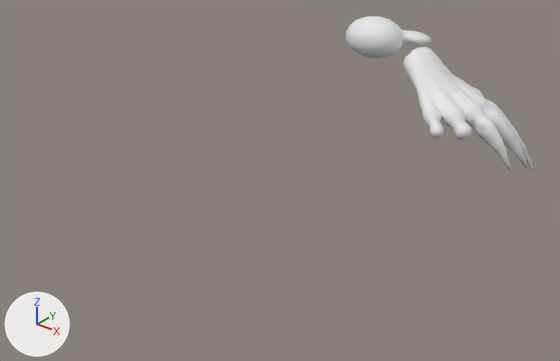
A saved change to the FBX model blender/out/Diplodocus/export/Os_Pied_Diplodocus.fbx.
The view is the same before and after, from a 50 mm camera at (6.27, -12.29, 4.88) aimed at (-0.86, -3.38, -0.65). The lights are fixed; the arrows at lower left show +X, +Y and +Z. The picture after the commit comes second.

The older version as bpy lines, for what is in view:
```python
me_os_pied_diplodocus_01 = bpy.data.meshes.new('Os_Pied_Diplodocus_01')
me_os_pied_diplodocus_01.from_pydata(...)  # 906 vertices, 1799 faces; spans x -1.83..1.83, y -1.07..1.07, z -1.33..1.33
me_os_pied_diplodocus_01.materials.append(mat_museum_bone___warm_ivory)  # white #e7e7e7
ob_os_pied_diplodocus_01 = bpy.data.objects.new('Os_Pied_Diplodocus_01', me_os_pied_diplodocus_01)
ob_os_pied_diplodocus_01.location = (0.0, 0.0, 0.0)
```
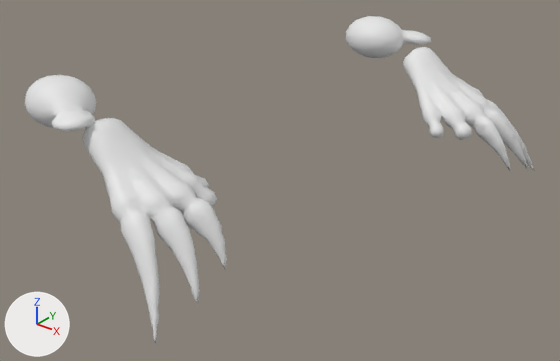
The newer file is also turned or shifted as a whole; pictures and numbers use the older file's frame.

Patch to the scene script:
```diff
--- a/blender/out/Diplodocus/export/Os_Pied_Diplodocus.fbx.py
+++ b/blender/out/Diplodocus/export/Os_Pied_Diplodocus.fbx.py
@@ me_os_pied_diplodocus_01 @@
 # used by ob_os_pied_diplodocus_01; location = (0.0, 0.0, 0.0)
-me_os_pied_diplodocus_01.from_pydata(...)  # 906 vertices, 1799 faces; spans x -1.83..1.83, y -1.07..1.07, z -1.33..1.33
+me_os_pied_diplodocus_01.from_pydata(...)  # 1810 vertices, 3598 faces; spans x -3.53..1.83, y -7.01..1.07, z -1.34..1.33
+# me_os_pied_diplodocus_01 part 1: a new loose piece of 901 vertices spanning x -3.53..0.13, y -7.01..-4.88, z -1.34..1.33, in mat_museum_bone___warm_ivory (white #e7e7e7)
+# other edits to the shape of me_os_pied_diplodocus_01 do not show in these pictures
 me_os_pied_diplodocus_01.materials.append(mat_museum_bone___warm_ivory)
```

What differs and where, as boxes (x1, y1, x2, y2) in the pictures (560 x 361 px):
'Os_Pied_Diplodocus_01', reshaped (170% wider, 113% taller)
    before: (346, 16, 534, 170)
    after: (25, 16, 534, 345)
part 1 of me_os_pied_diplodocus_01, added
    after: (25, 75, 227, 345)

◆ **What this task involves**
In your answer, give every line of the listing above exactly, and do not include the images.

◆ **Solution to this problem**
A saved change to the FBX model blender/out/Diplodocus/export/Os_Pied_Diplodocus.fbx.
The view is the same before and after, from a 50 mm camera at (6.27, -12.29, 4.88) aimed at (-0.86, -3.38, -0.65). The lights are fixed; the arrows at lower left show +X, +Y and +Z. The picture after the commit comes second.

The older version as bpy lines, for what is in view:
```python
me_os_pied_diplodocus_01 = bpy.data.meshes.new('Os_Pied_Diplodocus_01')
me_os_pied_diplodocus_01.from_pydata(...)  # 906 vertices, 1799 faces; spans x -1.83..1.83, y -1.07..1.07, z -1.33..1.33
me_os_pied_diplodocus_01.materials.append(mat_museum_bone___warm_ivory)  # white #e7e7e7
ob_os_pied_diplodocus_01 = bpy.data.objects.new('Os_Pied_Diplodocus_01', me_os_pied_diplodocus_01)
ob_os_pied_diplodocus_01.location = (0.0, 0.0, 0.0)
```
The newer file is also turned or shifted as a whole; pictures and numbers use the older file's frame.

Patch to the scene script:
```diff
--- a/blender/out/Diplodocus/export/Os_Pied_Diplodocus.fbx.py
+++ b/blender/out/Diplodocus/export/Os_Pied_Diplodocus.fbx.py
@@ me_os_pied_diplodocus_01 @@
 # used by ob_os_pied_diplodocus_01; location = (0.0, 0.0, 0.0)
-me_os_pied_diplodocus_01.from_pydata(...)  # 906 vertices, 1799 faces; spans x -1.83..1.83, y -1.07..1.07, z -1.33..1.33
+me_os_pied_diplodocus_01.from_pydata(...)  # 1810 vertices, 3598 faces; spans x -3.53..1.83, y -7.01..1.07, z -1.34..1.33
+# me_os_pied_diplodocus_01 part 1: a new loose piece of 901 vertices spanning x -3.53..0.13, y -7.01..-4.88, z -1.34..1.33, in mat_museum_bone___warm_ivory (white #e7e7e7)
+# other edits to the shape of me_os_pied_diplodocus_01 do not show in these pictures
 me_os_pied_diplodocus_01.materials.append(mat_museum_bone___warm_ivory)
```

What differs and where, as boxes (x1, y1, x2, y2) in the pictures (560 x 361 px):
'Os_Pied_Diplodocus_01', reshaped (170% wider, 113% taller)
    before: (346, 16, 534, 170)
    after: (25, 16, 534, 345)
part 1 of me_os_pied_diplodocus_01, added
    after: (25, 75, 227, 345)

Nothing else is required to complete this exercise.